Exercise brief: Report all lines from the entries below in which "Presentation" appears.

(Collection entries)

= Beginning of Section =

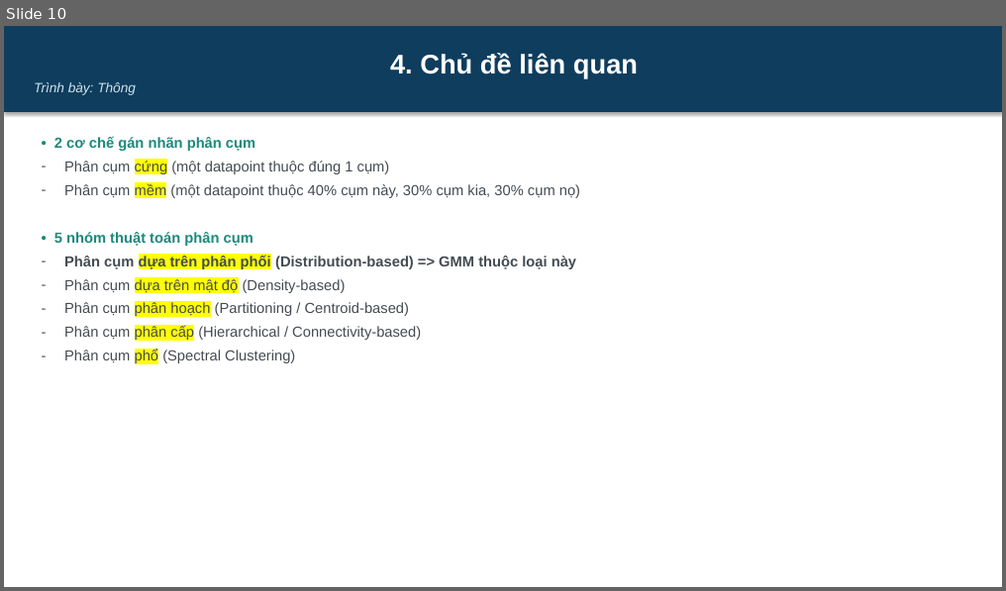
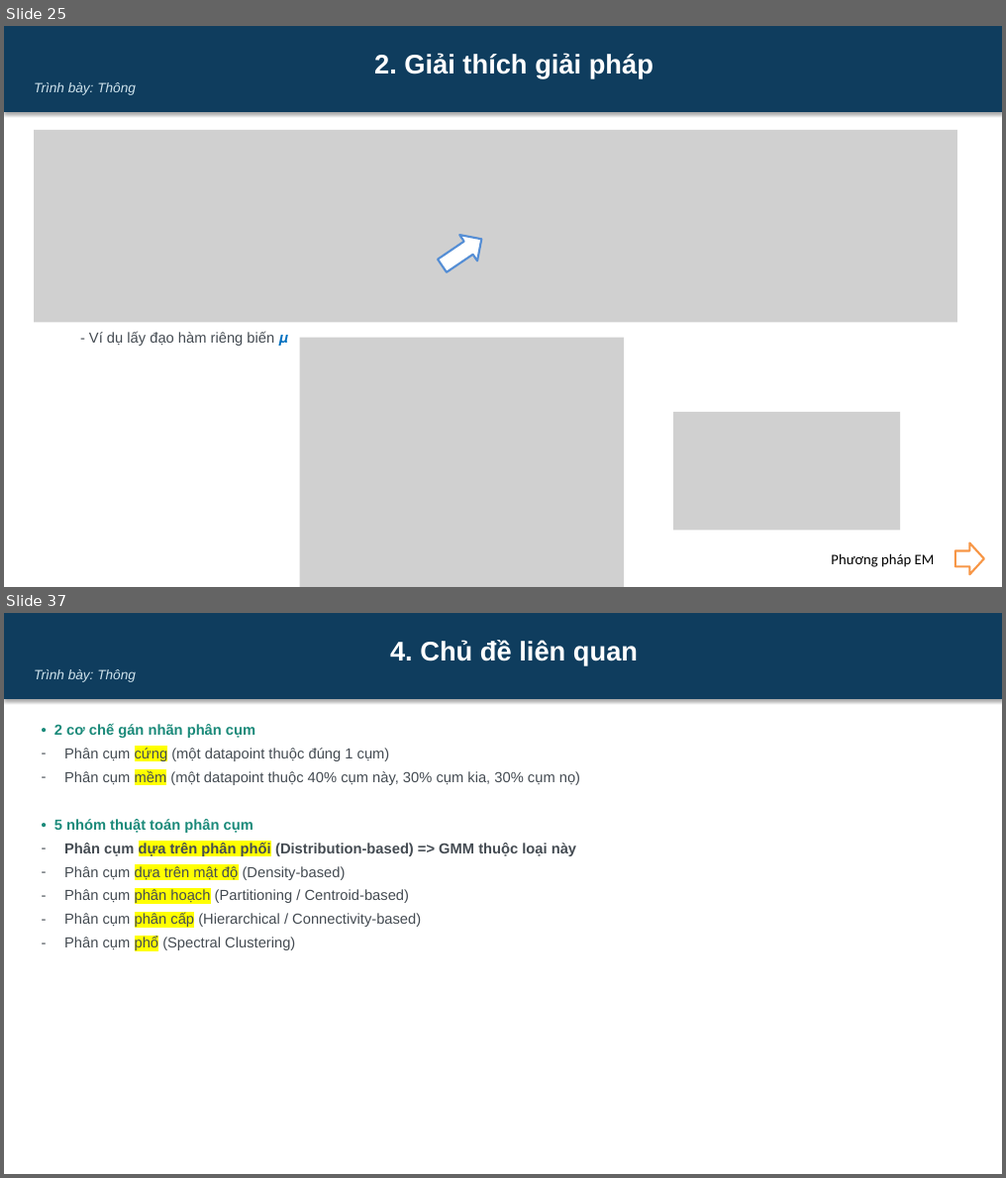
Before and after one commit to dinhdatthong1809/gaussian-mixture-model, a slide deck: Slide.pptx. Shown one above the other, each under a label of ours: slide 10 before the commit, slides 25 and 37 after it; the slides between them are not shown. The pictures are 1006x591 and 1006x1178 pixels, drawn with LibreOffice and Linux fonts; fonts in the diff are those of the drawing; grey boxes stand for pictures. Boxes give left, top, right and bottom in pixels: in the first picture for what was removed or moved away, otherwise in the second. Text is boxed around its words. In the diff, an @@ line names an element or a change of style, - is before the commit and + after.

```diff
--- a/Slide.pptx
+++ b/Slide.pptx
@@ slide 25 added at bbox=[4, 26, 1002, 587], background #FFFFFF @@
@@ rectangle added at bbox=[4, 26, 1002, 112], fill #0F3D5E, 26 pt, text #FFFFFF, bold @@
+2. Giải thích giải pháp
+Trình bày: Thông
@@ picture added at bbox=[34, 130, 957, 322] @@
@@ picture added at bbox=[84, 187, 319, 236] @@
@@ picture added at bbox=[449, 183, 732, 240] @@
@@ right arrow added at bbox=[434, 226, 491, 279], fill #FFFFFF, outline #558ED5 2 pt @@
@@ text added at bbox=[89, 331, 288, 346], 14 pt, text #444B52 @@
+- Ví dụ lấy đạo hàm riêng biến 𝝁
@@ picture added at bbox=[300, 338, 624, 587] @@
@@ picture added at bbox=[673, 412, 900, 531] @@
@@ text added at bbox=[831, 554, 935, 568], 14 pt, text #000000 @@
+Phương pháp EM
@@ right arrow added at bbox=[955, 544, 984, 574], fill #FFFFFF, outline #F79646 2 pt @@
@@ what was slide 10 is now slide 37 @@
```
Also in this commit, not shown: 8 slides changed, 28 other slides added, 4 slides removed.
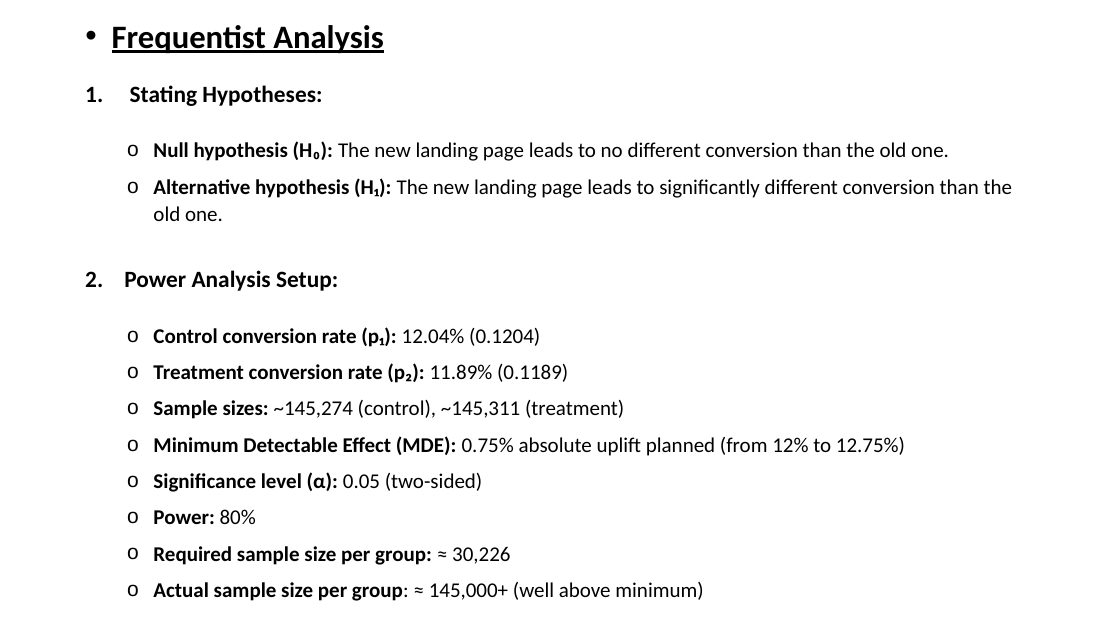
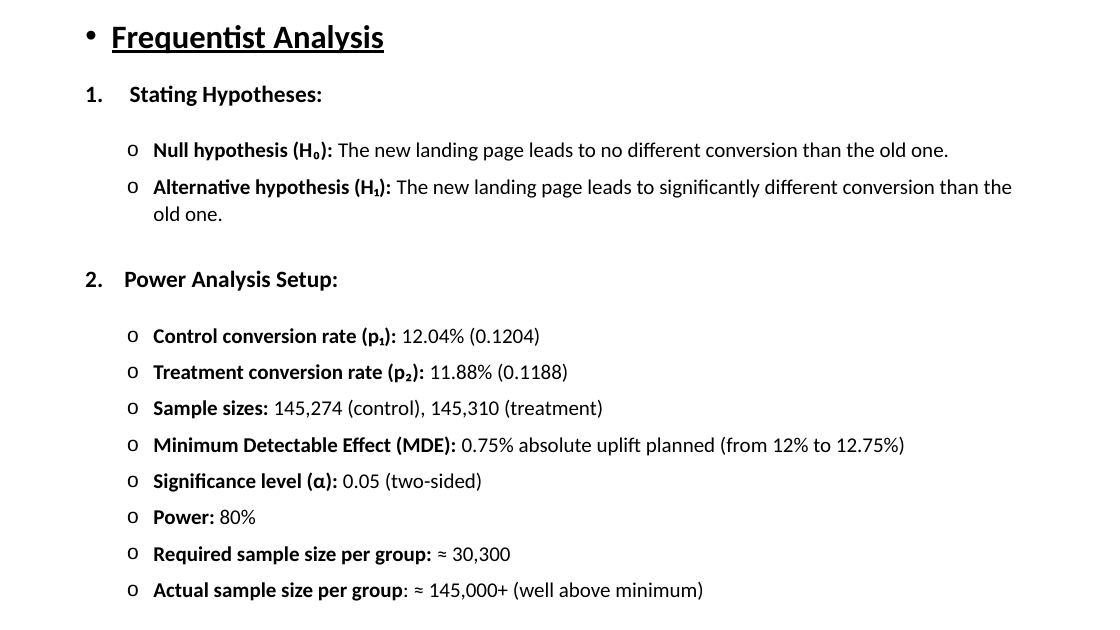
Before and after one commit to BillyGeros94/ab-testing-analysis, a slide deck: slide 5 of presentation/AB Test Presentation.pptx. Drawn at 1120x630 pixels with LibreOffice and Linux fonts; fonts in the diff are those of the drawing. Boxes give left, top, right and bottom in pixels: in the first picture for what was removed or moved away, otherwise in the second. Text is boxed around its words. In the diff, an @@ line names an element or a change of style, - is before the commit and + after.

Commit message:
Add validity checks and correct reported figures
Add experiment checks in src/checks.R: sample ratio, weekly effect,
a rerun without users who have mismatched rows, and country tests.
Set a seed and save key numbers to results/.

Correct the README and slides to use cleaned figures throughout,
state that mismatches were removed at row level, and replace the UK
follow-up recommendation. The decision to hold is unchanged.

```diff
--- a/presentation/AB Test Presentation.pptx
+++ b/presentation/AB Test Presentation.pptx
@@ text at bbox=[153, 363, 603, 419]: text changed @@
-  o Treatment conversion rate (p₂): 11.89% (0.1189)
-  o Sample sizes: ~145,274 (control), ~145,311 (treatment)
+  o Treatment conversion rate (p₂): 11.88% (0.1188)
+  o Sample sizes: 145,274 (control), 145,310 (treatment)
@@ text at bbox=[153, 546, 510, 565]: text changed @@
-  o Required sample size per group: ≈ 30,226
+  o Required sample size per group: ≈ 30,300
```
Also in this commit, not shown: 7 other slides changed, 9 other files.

= End of Section =
= Beginning of Section =

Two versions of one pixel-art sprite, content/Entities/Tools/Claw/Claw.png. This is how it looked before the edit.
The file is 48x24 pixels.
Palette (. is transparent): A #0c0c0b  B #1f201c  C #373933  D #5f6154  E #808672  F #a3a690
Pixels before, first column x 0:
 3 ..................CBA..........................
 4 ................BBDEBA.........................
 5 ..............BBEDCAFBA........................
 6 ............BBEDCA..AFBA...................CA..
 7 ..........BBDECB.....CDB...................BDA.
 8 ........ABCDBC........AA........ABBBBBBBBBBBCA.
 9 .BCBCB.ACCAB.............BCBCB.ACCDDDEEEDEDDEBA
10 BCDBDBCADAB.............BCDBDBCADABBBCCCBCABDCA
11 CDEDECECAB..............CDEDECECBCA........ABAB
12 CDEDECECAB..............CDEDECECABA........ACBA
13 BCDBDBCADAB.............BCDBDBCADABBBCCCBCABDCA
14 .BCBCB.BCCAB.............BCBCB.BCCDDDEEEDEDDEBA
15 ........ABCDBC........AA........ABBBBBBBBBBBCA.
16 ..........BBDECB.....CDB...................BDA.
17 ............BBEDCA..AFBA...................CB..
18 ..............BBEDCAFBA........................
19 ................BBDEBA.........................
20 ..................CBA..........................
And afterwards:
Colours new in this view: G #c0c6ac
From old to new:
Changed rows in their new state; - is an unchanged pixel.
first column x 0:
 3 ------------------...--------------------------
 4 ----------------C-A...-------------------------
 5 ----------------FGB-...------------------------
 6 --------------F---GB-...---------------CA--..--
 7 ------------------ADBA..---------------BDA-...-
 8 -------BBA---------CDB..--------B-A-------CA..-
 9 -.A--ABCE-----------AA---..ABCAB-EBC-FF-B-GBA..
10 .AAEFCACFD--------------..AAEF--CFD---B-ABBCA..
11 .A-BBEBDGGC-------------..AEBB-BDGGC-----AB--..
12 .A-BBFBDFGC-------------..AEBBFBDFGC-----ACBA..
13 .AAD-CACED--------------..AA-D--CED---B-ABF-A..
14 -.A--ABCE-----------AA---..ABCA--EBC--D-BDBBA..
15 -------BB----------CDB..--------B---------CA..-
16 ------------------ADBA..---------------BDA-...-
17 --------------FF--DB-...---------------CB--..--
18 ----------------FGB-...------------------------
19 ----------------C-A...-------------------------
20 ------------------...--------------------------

= End of Section =
= Beginning of Section =

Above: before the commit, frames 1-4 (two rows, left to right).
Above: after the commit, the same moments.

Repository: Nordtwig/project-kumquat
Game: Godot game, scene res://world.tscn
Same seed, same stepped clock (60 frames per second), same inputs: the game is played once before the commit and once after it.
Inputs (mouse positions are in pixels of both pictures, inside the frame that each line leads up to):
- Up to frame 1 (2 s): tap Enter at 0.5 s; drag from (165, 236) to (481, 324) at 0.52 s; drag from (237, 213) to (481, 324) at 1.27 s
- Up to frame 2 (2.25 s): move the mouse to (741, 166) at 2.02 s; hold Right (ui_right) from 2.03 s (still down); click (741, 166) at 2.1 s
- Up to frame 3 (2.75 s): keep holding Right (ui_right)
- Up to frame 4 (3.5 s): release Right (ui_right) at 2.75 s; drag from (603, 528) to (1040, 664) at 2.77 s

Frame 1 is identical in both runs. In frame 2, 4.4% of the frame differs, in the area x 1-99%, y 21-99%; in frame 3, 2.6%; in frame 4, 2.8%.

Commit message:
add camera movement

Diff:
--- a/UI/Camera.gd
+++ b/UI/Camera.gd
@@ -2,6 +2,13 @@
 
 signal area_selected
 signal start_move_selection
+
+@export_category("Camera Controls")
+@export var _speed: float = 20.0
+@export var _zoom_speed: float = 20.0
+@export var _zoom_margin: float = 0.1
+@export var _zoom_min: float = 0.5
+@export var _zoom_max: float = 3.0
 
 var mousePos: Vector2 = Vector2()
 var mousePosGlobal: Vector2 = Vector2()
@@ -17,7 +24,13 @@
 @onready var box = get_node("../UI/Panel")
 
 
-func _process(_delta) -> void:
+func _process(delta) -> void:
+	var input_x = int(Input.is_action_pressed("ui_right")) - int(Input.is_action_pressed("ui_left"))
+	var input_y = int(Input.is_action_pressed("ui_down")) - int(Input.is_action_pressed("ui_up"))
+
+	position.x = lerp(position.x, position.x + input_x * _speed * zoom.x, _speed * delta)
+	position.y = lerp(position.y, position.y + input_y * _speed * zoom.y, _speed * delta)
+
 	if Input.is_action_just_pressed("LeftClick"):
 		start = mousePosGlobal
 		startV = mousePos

= End of Section =

Finished exercise:
Before and after one commit to BillyGeros94/ab-testing-analysis, a slide deck: slide 5 of presentation/AB Test Presentation.pptx. Drawn at 1120x630 pixels with LibreOffice and Linux fonts; fonts in the diff are those of the drawing. Boxes give left, top, right and bottom in pixels: in the first picture for what was removed or moved away, otherwise in the second. Text is boxed around its words. In the diff, an @@ line names an element or a change of style, - is before the commit and + after.
--- a/presentation/AB Test Presentation.pptx
+++ b/presentation/AB Test Presentation.pptx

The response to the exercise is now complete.